Humidity and physical activity

The researchers also performed cognitive interaction analysis by dividing the subjects into different groups – men only, women only (69% of the total sample), older subjects, and more active or sedentary – to determine whether any were more susceptible to the effects of higher temperatures.

In one such experiment, two groups were exposed to the same temperature (32°C) but different levels of relative air humidity. One group was administered the test battery in a room with 57.8% maximum humidity (the median for the heat variation tests), and the other in a room with higher humidity. The researchers found that the cognitive performance of the group exposed to 32°C and humidity above 57.8% was adversely affected by the more humid heat.

In contrast, a group of 33 participants exposed to drier heat, with 57.8% humidity or less, displayed no cognitive impairments compared with the control group.

“We were able to calibrate temperature precisely during the heat stress test, but it was harder to do so with humidity,” Trezza said.

Through a Thematic Project supported by FAPESP, the researchers are conducting another test battery with subjects of the same average age to compare cognitive performance at different levels of humidity and under heat stress (32°C).
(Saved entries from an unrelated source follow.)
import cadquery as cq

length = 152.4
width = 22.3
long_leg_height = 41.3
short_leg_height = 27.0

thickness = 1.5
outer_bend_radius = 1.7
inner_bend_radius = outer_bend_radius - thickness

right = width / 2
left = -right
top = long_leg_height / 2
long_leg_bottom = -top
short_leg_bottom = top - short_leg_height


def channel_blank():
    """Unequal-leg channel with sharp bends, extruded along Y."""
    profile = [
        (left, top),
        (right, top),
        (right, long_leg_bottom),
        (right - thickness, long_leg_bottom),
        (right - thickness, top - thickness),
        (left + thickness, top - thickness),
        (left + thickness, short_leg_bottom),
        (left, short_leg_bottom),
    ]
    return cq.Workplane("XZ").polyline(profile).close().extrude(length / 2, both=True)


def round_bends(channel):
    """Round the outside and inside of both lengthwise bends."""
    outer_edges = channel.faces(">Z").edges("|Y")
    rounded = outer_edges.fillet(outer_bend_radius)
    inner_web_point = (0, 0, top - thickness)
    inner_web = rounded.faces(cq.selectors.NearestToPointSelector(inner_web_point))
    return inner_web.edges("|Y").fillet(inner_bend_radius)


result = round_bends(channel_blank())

“We want to make sure it’s humidity that most affects the cognitive performance of older people because heat stress alone made no difference,” said Fábio Luiz Teixeira Gonçalves, a professor at IAG-USP and principal investigator for the Thematic Project.

The researchers do not know exactly why humidity levels influence cognitive performance. One hypothesis is that the higher the humidity at high temperatures, the greater the stress caused to the human body by heat, according to Trezza.
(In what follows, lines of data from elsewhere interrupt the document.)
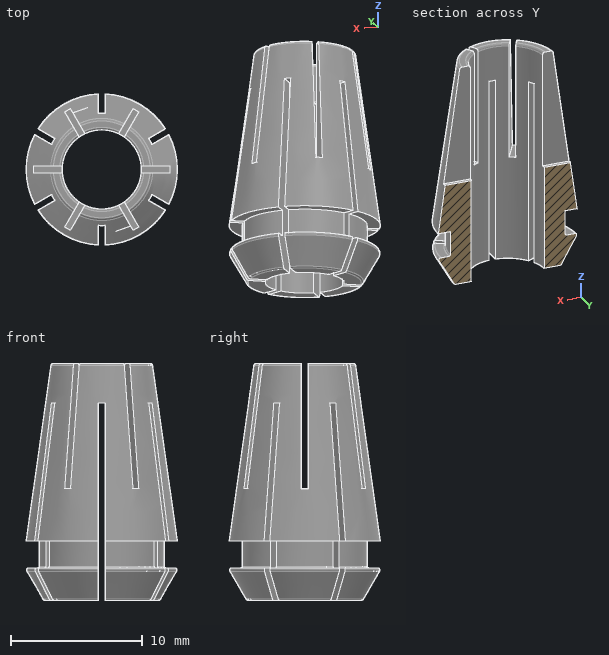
import cadquery as cq
import math

height = 18.0
bore_radius = 6.0 / 2
body_radius = 11.5 / 2
taper_angle = 8.0
neck_radius = 4.75
groove_bottom = 2.48
groove_top = 4.5

nose_angle = 30.0
nose_bottom_radius = 4.41

end_rounding = 0.2
nose_rounding = 0.2
lip_rounding = 0.18
groove_rounding = 0.1

slit_count = 6
slit_width = 0.5
lower_slit_top = 15.0
upper_slit_bottom = 8.5

top_radius = body_radius - (height - groove_top) * math.tan(math.radians(taper_angle))
lip_radius = nose_bottom_radius + groove_bottom * math.tan(math.radians(nose_angle))


def round_rim(solid, radius, z, rounding):
    """Fillet the circular edge of the given radius at height z."""
    tolerance = 0.002
    rims = [
        edge
        for edge in solid.edges("%CIRCLE").vals()
        if abs(edge.radius() - radius) < tolerance and abs(edge.Center().z - z) < tolerance
    ]
    return solid.newObject(rims).fillet(rounding)


def make_body():
    """Revolved collet with its bore, groove and rounded edges."""
    body = (
        cq.Workplane("XZ")
        .moveTo(bore_radius, 0)
        .lineTo(nose_bottom_radius, 0)
        .lineTo(lip_radius, groove_bottom)
        .lineTo(neck_radius, groove_bottom)
        .lineTo(neck_radius, groove_top)
        .lineTo(body_radius, groove_top)
        .lineTo(top_radius, height)
        .lineTo(bore_radius, height)
        .close()
        .revolve(360, (0, 0, 0), (0, 1, 0))
    )
    body = body.faces(">Z").edges().fillet(end_rounding)
    body = round_rim(body, nose_bottom_radius, 0, nose_rounding)
    body = round_rim(body, lip_radius, groove_bottom, lip_rounding)
    return round_rim(body, neck_radius, groove_bottom, groove_rounding)


def make_slits(bottom, top, first_angle):
    """Ring of radial slits that run from the bore out through the wall."""
    slit_length = 2 * body_radius
    slits = cq.Workplane("XY")
    for i in range(slit_count):
        slit = (
            cq.Workplane("XY", origin=(0, 0, bottom))
            .rect(slit_length, slit_width)
            .extrude(top - bottom)
            .translate((slit_length / 2, 0, 0))
            .rotate((0, 0, 0), (0, 0, 1), first_angle + i * 360 / slit_count)
        )
        slits = slits.add(slit)
    return slits.combine()


upper_slits = make_slits(upper_slit_bottom, height, 0)
lower_slits = make_slits(0, lower_slit_top, 180 / slit_count)

result = make_body().cut(upper_slits).cut(lower_slits)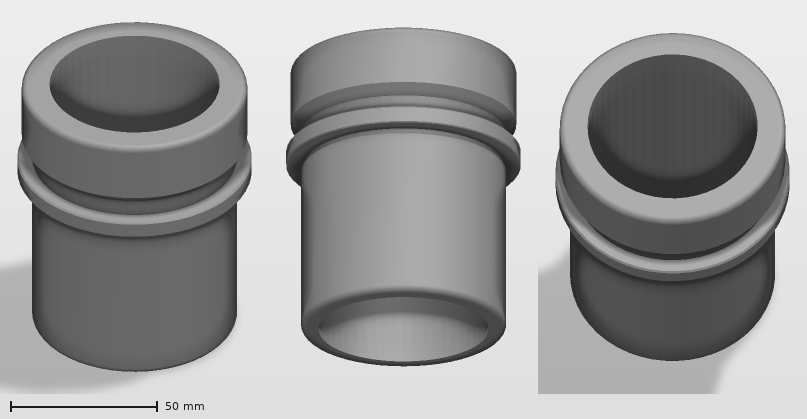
import cadquery as cq

total_height = 96.0
bore_radius = 58.0 / 2
body_radius = 70.0 / 2
head_radius = 77.0 / 2
flange_radius = 80.0 / 2
groove_depth = 0.8

body_top = 58.7
flange_bottom = 60.0
flange_top = 66.0
head_bottom = 75.4

rim_fillet = 2.0
flange_top_chamfer = 0.6
flange_bottom_chamfer = 0.4
body_top_chamfer = groove_depth

taper_bottom = head_bottom - (head_radius - body_radius)
groove_radius = body_radius - groove_depth


def cylinder(radius, bottom, top):
    """Solid cylinder on the Z axis between two heights."""
    return cq.Workplane("XY").workplane(offset=bottom).circle(radius).extrude(top - bottom)


body = cylinder(body_radius, 0, body_top)
body = body.faces("<Z").edges().fillet(rim_fillet)
body = body.faces(">Z").edges().chamfer(body_top_chamfer)

groove_core = cylinder(groove_radius, body_top - body_top_chamfer, flange_bottom)

flange = cylinder(flange_radius, flange_bottom, flange_top)
flange = flange.faces(">Z").edges().chamfer(flange_top_chamfer)
flange = flange.faces("<Z").edges().chamfer(flange_bottom_chamfer)

neck = cylinder(body_radius, flange_top, taper_bottom)

head = cylinder(head_radius, taper_bottom, total_height)
head = head.faces("<Z").edges().chamfer(head_radius - body_radius)
head = head.faces(">Z").edges().fillet(rim_fillet)

bore = cylinder(bore_radius, 0, total_height)

result = body.union(groove_core).union(flange).union(neck).union(head).cut(bore)

This is because on very warm days, such as when the temperature is above 30°C, sweating is one of the body’s main ways of losing heat, and this is harder when the relative air humidity is already high. As a result, it is more difficult for the body to regulate its temperature in warm humid weather, especially for older people.

“Heat stress competes with cognitive performance,” Trezza explained. “The neural networks involved in trying to keep the body’s temperature stable have to deal with other issues at the same time.”
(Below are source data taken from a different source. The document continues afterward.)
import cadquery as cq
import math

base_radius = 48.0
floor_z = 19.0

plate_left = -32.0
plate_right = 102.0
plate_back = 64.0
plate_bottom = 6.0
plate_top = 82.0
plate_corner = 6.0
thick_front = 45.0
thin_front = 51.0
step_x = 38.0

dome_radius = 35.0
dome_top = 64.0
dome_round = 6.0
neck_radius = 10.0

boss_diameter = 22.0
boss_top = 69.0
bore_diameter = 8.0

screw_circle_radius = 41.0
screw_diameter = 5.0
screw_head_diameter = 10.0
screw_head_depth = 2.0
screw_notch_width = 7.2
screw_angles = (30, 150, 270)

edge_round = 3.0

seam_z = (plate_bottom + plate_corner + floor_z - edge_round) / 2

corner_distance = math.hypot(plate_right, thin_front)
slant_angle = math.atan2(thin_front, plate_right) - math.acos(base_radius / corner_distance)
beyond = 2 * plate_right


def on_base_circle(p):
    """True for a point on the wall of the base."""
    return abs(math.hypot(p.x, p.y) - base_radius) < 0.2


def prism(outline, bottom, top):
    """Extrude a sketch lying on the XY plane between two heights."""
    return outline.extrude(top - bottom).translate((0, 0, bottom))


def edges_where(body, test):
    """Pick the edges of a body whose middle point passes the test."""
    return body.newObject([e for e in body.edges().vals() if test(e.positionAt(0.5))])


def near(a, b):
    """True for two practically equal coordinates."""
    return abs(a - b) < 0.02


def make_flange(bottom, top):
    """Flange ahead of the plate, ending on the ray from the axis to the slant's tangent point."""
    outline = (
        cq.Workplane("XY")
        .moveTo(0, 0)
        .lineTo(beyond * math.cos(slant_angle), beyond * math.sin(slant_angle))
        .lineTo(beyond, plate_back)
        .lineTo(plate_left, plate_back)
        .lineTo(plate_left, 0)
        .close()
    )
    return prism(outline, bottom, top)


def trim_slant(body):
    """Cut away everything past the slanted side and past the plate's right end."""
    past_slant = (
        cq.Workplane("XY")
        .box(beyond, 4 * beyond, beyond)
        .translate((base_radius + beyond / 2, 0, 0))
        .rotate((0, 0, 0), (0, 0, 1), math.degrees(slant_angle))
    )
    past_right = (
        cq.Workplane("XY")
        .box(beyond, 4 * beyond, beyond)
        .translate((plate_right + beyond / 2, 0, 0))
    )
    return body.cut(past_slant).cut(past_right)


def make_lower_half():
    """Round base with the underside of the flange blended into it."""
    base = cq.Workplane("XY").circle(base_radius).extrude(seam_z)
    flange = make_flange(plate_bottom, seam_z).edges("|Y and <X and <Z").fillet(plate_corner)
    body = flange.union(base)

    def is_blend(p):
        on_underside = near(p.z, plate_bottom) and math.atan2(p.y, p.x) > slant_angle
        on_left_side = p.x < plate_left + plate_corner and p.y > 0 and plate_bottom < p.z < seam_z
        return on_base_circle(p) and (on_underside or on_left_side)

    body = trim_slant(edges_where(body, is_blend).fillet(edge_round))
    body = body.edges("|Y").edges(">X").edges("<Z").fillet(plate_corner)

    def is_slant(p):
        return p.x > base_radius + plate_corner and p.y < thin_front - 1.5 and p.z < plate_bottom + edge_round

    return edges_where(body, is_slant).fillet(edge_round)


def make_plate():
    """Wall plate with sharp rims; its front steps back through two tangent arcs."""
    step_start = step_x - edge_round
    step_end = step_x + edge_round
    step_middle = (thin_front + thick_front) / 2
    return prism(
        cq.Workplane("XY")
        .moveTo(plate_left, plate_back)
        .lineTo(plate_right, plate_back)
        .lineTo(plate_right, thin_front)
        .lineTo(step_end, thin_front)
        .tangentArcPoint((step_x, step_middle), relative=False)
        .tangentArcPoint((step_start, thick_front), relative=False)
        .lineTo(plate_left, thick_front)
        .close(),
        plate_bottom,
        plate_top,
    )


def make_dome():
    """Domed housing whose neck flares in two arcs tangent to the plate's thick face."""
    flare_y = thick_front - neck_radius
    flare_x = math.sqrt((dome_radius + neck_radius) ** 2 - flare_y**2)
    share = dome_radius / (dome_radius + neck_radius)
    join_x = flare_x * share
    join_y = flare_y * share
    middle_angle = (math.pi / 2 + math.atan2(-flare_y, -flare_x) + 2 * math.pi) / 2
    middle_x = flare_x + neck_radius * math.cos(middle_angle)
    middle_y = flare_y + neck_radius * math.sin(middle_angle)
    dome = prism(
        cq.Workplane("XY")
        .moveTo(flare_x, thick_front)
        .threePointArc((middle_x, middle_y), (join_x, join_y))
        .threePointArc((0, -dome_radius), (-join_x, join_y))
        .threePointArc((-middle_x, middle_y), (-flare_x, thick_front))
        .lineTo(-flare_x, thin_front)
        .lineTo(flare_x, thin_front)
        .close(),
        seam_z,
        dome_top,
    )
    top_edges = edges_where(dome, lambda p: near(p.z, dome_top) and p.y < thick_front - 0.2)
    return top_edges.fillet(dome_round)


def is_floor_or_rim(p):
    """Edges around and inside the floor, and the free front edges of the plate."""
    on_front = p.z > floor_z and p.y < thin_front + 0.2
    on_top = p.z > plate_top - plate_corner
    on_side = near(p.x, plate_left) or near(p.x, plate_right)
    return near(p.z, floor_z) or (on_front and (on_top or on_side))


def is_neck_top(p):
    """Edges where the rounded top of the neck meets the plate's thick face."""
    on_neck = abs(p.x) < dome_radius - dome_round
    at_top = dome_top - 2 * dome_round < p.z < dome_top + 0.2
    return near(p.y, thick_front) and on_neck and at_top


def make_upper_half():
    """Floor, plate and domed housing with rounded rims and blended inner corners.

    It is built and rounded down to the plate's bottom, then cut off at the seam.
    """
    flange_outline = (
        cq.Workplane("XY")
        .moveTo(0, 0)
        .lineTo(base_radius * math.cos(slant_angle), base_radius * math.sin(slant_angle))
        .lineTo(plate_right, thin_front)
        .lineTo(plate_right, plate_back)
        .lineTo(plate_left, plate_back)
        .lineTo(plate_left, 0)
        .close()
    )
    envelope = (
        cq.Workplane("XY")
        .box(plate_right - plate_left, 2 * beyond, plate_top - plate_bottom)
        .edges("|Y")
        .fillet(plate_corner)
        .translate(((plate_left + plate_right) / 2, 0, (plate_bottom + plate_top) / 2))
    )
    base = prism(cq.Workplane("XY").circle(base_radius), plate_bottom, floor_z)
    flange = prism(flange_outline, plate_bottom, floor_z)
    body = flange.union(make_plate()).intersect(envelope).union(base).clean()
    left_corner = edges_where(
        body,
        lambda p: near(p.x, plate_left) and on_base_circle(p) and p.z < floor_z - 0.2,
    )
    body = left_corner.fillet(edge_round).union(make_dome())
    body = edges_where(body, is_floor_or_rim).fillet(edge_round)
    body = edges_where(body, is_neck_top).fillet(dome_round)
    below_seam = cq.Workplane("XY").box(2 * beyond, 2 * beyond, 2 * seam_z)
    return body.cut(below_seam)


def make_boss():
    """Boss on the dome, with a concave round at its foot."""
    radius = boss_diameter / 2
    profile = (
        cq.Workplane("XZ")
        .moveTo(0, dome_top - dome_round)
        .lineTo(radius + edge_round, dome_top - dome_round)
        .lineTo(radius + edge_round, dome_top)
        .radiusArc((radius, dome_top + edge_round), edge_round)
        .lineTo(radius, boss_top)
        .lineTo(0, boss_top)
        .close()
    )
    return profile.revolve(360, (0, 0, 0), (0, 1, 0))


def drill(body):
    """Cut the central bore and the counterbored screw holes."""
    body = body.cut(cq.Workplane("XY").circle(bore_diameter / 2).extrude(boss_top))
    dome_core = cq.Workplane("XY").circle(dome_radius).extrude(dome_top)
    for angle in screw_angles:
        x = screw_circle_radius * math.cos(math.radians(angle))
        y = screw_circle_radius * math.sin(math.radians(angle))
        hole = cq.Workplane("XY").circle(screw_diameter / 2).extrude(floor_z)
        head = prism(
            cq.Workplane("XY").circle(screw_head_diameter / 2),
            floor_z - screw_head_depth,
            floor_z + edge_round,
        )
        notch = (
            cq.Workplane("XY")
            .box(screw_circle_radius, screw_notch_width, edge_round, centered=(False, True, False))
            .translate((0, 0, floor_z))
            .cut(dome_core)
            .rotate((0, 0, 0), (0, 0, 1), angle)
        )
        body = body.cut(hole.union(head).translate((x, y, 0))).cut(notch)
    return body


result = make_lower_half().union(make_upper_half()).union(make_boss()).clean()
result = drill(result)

The researchers also found that the frequency of physical activity influenced the effects of heat on the older subjects’ cognitive performance.

The cognitive performance of participants who exercised less than four times a week was not as good under heat stress as that of the subjects who exercised more frequently.

“People who take regular exercise have better thermoregulatory control than sedentary people,” Trezza said. “Physical activity raises the body’s temperature and it ‘learns’ to dissipate heat.”

Groundbreaking study

According to Trezza, this was the first controlled clinical trial ever to investigate the effects of heat stress on cognitive performance in older people.

The effects of heat stress on the cognitive performance of military personnel, industrial workers exposed to extreme environments and younger people are well studied, but no such research has hitherto focused on older adults.

“We’re currently experiencing a process of population aging alongside global climate change. One of the goals of this study was to try to understand how older people whose thermoregulatory control is changing can adapt to a warmer climate,” Trezza said.

Newborn infants and older people have suffered the most from recent heat waves in different parts of the world, such as during the summer of 2003 in Europe.

“Older people are less sensitive to heat and don’t notice temperature variations as quickly as younger people, so their behavioral responses often show a significant lag,” Trezza said.

When asked whether they felt comfortable or uncomfortable at temperatures of approximately 32°C, about a third of the participants in the study said they felt comfortable.

The article “Environmental heat exposure and cognitive performance in older adults: a controlled trial” (doi: 10.1007/s11357-015-9783-z) by Trezza et al. can be read in the journal Age at link.springer.com/article/10.1007%2Fs11357-015-9783-z.